Billie paused the video. It didn’t make any sense. Why batter these horses, already tied in their stalls, helpless and immobile? She couldn’t watch anymore. Tears ran onto her lips.
When she worked for Frank, reporting on the horrors of child abuse and rape, she had learned when she got overwhelmed to take a minute to anchor herself. She had done that so often and for so many years, it had become second nature. My laptop, she told herself. These are my notebooks. My hands. My ranch. My home.
She wiped her face with her palms, rewound and pressed play, her hand hovering over the stop button, poking at it to slow down the action so she could actually see what was happening. She missed it on her first pass, rewound and looked again. This time she saw that a groom knelt beside each horse, palpating its front legs the way an inspector would at a show. The instant a horse flinched, Dale punched it.
“He’s stewarding the horse, teaching it not to react to the exam,” she whispered.
The camera aimed at the horses’ legs, following Dale. He bent down, lifted a front hoof, and squirted something from a bottle on its leg. The horse reared back then collapsed to its knees.
“Get up, you sorry son of a bitch!” Dale kicked it in the gut.
Billie watched the rest of the footage. Dale poking a horse with an electric cattle prod. Dale standing by while two grooms tried to drag a prostrate horse by its head. Dale burning a horse on the lips with a cigarette. Charley must have been the videographer, she realized. He had told her he was going to turn in more abusers than just Dale for the reward, and there were two grooms in this footage.

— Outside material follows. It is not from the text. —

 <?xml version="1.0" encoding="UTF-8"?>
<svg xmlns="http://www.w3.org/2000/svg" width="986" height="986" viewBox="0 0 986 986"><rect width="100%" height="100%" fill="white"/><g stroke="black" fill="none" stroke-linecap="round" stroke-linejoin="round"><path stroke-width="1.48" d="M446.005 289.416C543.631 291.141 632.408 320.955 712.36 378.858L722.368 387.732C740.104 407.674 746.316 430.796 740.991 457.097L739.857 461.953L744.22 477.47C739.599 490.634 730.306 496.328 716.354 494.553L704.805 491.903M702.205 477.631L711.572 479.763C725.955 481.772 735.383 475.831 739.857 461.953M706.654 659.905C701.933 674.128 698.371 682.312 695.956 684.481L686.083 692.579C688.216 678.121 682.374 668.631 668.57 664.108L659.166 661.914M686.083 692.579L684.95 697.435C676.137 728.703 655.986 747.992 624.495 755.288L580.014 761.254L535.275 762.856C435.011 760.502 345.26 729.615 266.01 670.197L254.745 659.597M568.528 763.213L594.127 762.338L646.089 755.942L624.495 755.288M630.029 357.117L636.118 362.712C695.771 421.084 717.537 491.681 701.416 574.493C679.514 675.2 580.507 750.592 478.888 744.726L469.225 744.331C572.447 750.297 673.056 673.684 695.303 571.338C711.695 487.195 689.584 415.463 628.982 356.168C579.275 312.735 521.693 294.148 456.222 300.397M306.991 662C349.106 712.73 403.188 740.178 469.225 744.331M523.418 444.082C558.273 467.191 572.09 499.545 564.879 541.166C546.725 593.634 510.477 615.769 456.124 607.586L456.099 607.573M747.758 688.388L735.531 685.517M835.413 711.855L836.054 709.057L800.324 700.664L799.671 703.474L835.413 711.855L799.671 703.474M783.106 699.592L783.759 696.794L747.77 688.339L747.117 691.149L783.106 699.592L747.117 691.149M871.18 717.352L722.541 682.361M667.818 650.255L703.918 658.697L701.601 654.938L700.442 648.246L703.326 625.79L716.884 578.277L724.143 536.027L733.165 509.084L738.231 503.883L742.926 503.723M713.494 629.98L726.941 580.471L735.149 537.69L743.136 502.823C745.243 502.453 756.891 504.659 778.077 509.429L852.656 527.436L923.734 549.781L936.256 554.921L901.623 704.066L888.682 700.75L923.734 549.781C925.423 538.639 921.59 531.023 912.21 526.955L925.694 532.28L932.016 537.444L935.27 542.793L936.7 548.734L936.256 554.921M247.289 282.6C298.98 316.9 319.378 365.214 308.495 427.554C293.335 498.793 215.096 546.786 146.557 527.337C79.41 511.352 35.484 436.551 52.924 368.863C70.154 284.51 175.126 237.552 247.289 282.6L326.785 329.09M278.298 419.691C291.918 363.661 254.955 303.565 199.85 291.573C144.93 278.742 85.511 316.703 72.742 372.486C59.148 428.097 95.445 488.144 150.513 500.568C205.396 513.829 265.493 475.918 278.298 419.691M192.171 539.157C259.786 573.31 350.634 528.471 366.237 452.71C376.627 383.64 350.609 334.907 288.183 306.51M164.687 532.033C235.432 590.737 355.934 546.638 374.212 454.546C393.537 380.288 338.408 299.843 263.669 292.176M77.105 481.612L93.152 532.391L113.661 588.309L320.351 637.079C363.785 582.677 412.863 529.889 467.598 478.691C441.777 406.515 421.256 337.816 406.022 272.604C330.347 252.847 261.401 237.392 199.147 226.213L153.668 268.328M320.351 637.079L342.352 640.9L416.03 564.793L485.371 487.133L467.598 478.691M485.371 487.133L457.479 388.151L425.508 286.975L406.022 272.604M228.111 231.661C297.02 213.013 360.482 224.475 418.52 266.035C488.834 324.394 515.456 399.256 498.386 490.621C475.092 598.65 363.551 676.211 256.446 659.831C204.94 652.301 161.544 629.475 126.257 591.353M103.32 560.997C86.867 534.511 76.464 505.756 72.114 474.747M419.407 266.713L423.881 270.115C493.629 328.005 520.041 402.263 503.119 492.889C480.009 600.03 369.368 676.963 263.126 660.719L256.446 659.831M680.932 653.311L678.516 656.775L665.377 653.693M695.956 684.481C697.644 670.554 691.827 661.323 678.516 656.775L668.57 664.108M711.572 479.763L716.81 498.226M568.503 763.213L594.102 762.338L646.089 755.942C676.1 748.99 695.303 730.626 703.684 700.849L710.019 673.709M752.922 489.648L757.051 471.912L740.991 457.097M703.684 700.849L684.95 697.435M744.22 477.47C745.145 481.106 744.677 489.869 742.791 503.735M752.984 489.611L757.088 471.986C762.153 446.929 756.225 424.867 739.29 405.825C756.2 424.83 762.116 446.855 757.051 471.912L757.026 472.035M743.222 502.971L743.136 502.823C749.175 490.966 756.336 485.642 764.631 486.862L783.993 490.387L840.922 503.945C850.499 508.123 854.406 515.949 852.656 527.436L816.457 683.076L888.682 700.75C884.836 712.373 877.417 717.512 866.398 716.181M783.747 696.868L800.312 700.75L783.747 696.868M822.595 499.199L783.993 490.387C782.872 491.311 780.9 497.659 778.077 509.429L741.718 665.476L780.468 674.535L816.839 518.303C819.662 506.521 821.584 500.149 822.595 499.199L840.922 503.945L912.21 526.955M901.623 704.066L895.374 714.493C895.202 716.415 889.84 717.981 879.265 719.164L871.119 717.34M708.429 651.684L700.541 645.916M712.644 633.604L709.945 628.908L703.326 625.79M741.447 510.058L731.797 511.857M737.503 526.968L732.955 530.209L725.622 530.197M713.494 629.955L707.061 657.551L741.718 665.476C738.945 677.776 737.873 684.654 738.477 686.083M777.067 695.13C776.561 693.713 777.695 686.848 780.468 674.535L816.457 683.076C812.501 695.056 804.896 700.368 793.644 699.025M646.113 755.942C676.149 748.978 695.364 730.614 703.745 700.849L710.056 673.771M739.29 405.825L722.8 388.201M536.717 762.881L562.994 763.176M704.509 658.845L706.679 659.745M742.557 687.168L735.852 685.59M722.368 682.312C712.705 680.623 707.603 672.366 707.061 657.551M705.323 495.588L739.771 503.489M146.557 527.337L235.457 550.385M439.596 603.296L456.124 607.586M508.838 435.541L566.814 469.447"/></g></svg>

She pressed play again. This time she waited through more snow and smudges until, at last, there were new images, new voices. A woman talking, a man’s mumbled answer. The woman’s voice again. Eudora stepped in front of the camera, walking ahead of Charley down the barn aisle at the farm where Billie had worked. Eudora gave instructions, pointing to stalls and telling him what to do to each horse inside. They stopped, and she pulled open a stall door. A wild-eyed mare tied to the wall at the back of the stall tried to turn toward them.